The decisive break from this logic came in Sindh High Court Bar Association v. Federation case. This judgment abolished the doctrine of necessity, rejected the legitimacy of extra-constitutional authority, and reaffirmed that judicial power itself derives exclusively from the Constitution. It marked the clearest assertion that constitutionalism in Pakistan cannot coexist with managed illegality. From this point onward, constitutional survival depended explicitly on judicial refusal to recognize unconstitutional power.

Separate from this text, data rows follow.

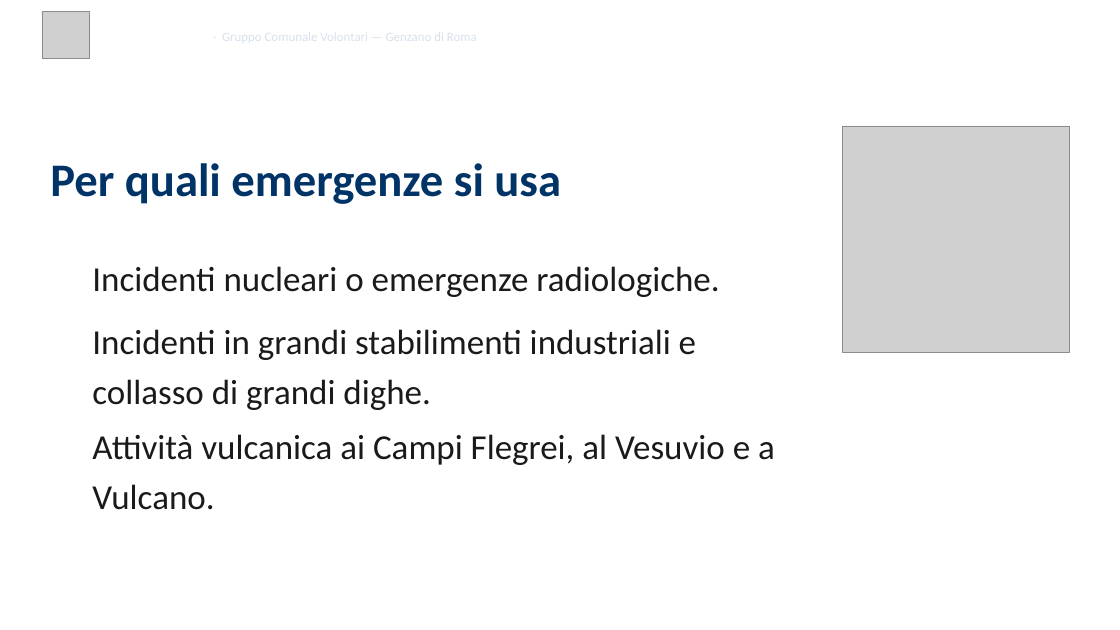
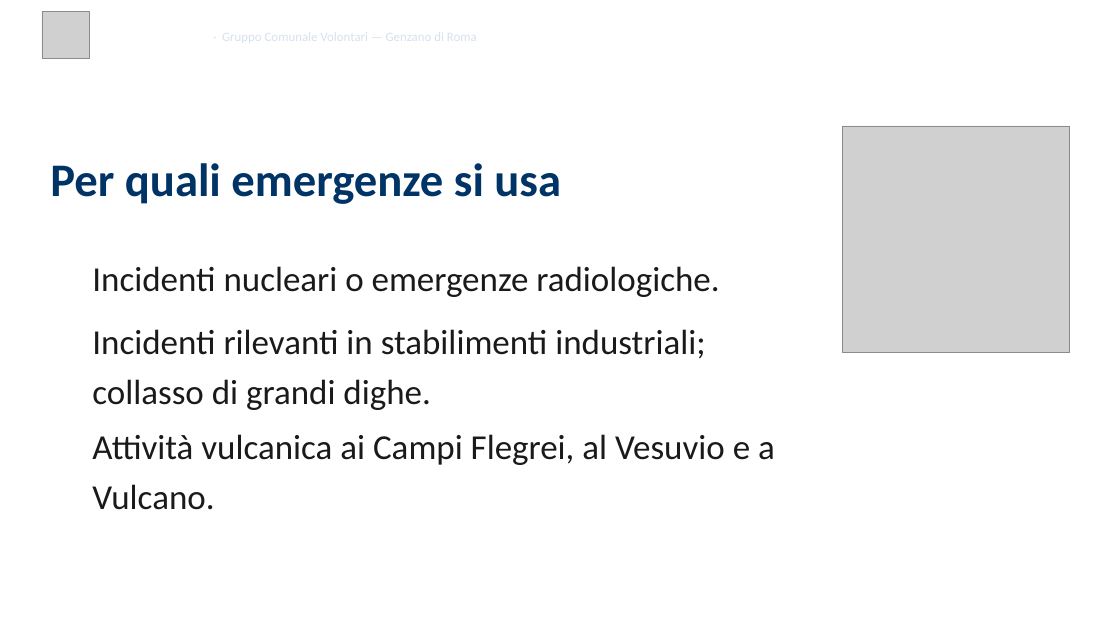
Before and after one commit to SviluppoItaliaDigitale/sito-pc-genzano, a slide deck: slide 4 of static/presentazioni/2026-05-29-it-alert-presentazione.pptx. Drawn at 1120x630 pixels with LibreOffice and Linux fonts; fonts in the diff are those of the drawing; grey boxes stand for pictures; background and template pictures are left out. Boxes give left, top, right and bottom in pixels: in the first picture for what was removed or moved away, otherwise in the second. Text is boxed around its words. In the diff, an @@ line names an element or a change of style, - is before the commit and + after.

```diff
--- a/static/presentazioni/2026-05-29-it-alert-presentazione.pptx
+++ b/static/presentazioni/2026-05-29-it-alert-presentazione.pptx
@@ text at (x1=92, y1=329, x2=705, y2=410): text changed @@
-Incidenti in grandi stabilimenti industriali e collasso di grandi dighe.
+Incidenti rilevanti in stabilimenti industriali; collasso di grandi dighe.
```
Also in this commit, not shown: 3 other slides changed, 7 other files.

Comparatively, Pakistan’s experience resembles post-authoritarian constitutional systems rather than classical parliamentary democracies. While Marbury v. Madison case it was established judicial review within a stable constitutional framework, Pakistani courts have been called upon to preserve the very existence of constitutional order. The judiciary here has not merely interpreted the Constitution; it has repeatedly had to rescue it. This explains why Pakistani courts occupy such a central and controversial place in political life. Court-centered constitutionalism is not the result of judicial ambition, but of institutional failure elsewhere. Parliament has repeatedly validated extra-constitutional regimes. Executives have governed through emergency powers. In that vacuum, courts have become the last forum where constitutional limits are asserted.
This model, however, carries serious risks. Persistent judicial centrality can politicise the courts, erode public confidence, and blur the line between constitutional adjudication and political decision-making. Court-centred constitutionalism is therefore neither ideal nor sustainable in the long term. Yet Pakistan’s experience suggests a hard truth: the alternative has not been parliamentary constitutionalism, but constitutional collapse. Until political institutions internalize constitutional limits and develop credible mechanisms of self-restraint, judicial guardianship will remain indispensable. In Pakistan, constitutionalism is court-centered not because it should be but because history has left no other institution willing, or able, to defend it.